__ASSIGNED TASK__: Restate the entries below exactly, and keep all images out of the answer.

__SOURCE DATA__:
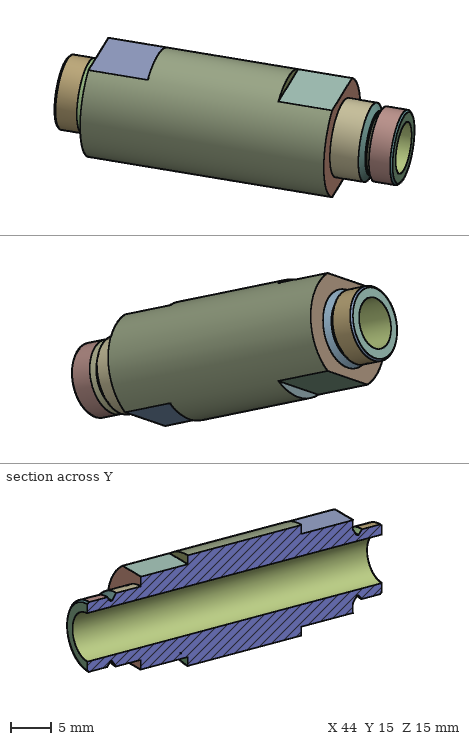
import cadquery as cq

total_length = 44.0
body_radius = 7.5
bore_radius = 3.25

collar_radius = 4.75
collar_length = 3.0
end_chamfer = 0.25
groove_floor_radius = 4.1
groove_floor_width = 0.2
collar_flank_width = 0.5
shoulder_radius = 5.0
shoulder_flank_width = 0.6
long_shoulder_length = 3.7

across_flats = 12.6
full_round_length = 17.0
left_flat_length = 7.7

end_x = total_length / 2
groove_outer_x = end_x - collar_length
groove_floor_outer_x = groove_outer_x - collar_flank_width
groove_floor_inner_x = groove_floor_outer_x - groove_floor_width
shoulder_x = groove_floor_inner_x - shoulder_flank_width
body_left_x = -shoulder_x
body_right_x = shoulder_x - long_shoulder_length
left_flat_end_x = body_left_x + left_flat_length
right_flat_start_x = left_flat_end_x + full_round_length


def spigot_profile():
    """Points (x, radius) of the right-hand spigot, from the shoulder out to the end face."""
    return [
        (shoulder_x, shoulder_radius),
        (groove_floor_inner_x, groove_floor_radius),
        (groove_floor_outer_x, groove_floor_radius),
        (groove_outer_x, collar_radius),
        (end_x - end_chamfer, collar_radius),
        (end_x, collar_radius - end_chamfer),
    ]


def turned_body():
    """Revolve the outer outline and the through bore as one hollow solid."""
    right_spigot = spigot_profile()
    left_spigot = [(-x, radius) for x, radius in reversed(right_spigot)]
    outline = [
        (-end_x, bore_radius),
        *left_spigot,
        (body_left_x, body_radius),
        (body_right_x, body_radius),
        (body_right_x, shoulder_radius),
        *right_spigot,
        (end_x, bore_radius),
    ]
    return cq.Workplane("XY").polyline(outline).close().revolve(360, (0, 0, 0), (1, 0, 0))


def flat_cutter(start_x, stop_x, side):
    """Block that removes the body beyond one flat; side is +1 for the top, -1 for the bottom."""
    cut_depth = body_radius - across_flats / 2
    centre = ((start_x + stop_x) / 2, 0, side * (across_flats + cut_depth) / 2)
    return cq.Workplane("XY").box(stop_x - start_x, 2 * body_radius, cut_depth).translate(centre)


result = turned_body()
for flat_start, flat_stop in ((body_left_x, left_flat_end_x), (right_flat_start_x, body_right_x)):
    for flat_side in (1, -1):
        result = result.cut(flat_cutter(flat_start, flat_stop, flat_side))

__ANSWER AREA__:
import cadquery as cq

total_length = 44.0
body_radius = 7.5
bore_radius = 3.25

collar_radius = 4.75
collar_length = 3.0
end_chamfer = 0.25
groove_floor_radius = 4.1
groove_floor_width = 0.2
collar_flank_width = 0.5
shoulder_radius = 5.0
shoulder_flank_width = 0.6
long_shoulder_length = 3.7

across_flats = 12.6
full_round_length = 17.0
left_flat_length = 7.7

end_x = total_length / 2
groove_outer_x = end_x - collar_length
groove_floor_outer_x = groove_outer_x - collar_flank_width
groove_floor_inner_x = groove_floor_outer_x - groove_floor_width
shoulder_x = groove_floor_inner_x - shoulder_flank_width
body_left_x = -shoulder_x
body_right_x = shoulder_x - long_shoulder_length
left_flat_end_x = body_left_x + left_flat_length
right_flat_start_x = left_flat_end_x + full_round_length


def spigot_profile():
    """Points (x, radius) of the right-hand spigot, from the shoulder out to the end face."""
    return [
        (shoulder_x, shoulder_radius),
        (groove_floor_inner_x, groove_floor_radius),
        (groove_floor_outer_x, groove_floor_radius),
        (groove_outer_x, collar_radius),
        (end_x - end_chamfer, collar_radius),
        (end_x, collar_radius - end_chamfer),
    ]


def turned_body():
    """Revolve the outer outline and the through bore as one hollow solid."""
    right_spigot = spigot_profile()
    left_spigot = [(-x, radius) for x, radius in reversed(right_spigot)]
    outline = [
        (-end_x, bore_radius),
        *left_spigot,
        (body_left_x, body_radius),
        (body_right_x, body_radius),
        (body_right_x, shoulder_radius),
        *right_spigot,
        (end_x, bore_radius),
    ]
    return cq.Workplane("XY").polyline(outline).close().revolve(360, (0, 0, 0), (1, 0, 0))


def flat_cutter(start_x, stop_x, side):
    """Block that removes the body beyond one flat; side is +1 for the top, -1 for the bottom."""
    cut_depth = body_radius - across_flats / 2
    centre = ((start_x + stop_x) / 2, 0, side * (across_flats + cut_depth) / 2)
    return cq.Workplane("XY").box(stop_x - start_x, 2 * body_radius, cut_depth).translate(centre)


result = turned_body()
for flat_start, flat_stop in ((body_left_x, left_flat_end_x), (right_flat_start_x, body_right_x)):
    for flat_side in (1, -1):
        result = result.cut(flat_cutter(flat_start, flat_stop, flat_side))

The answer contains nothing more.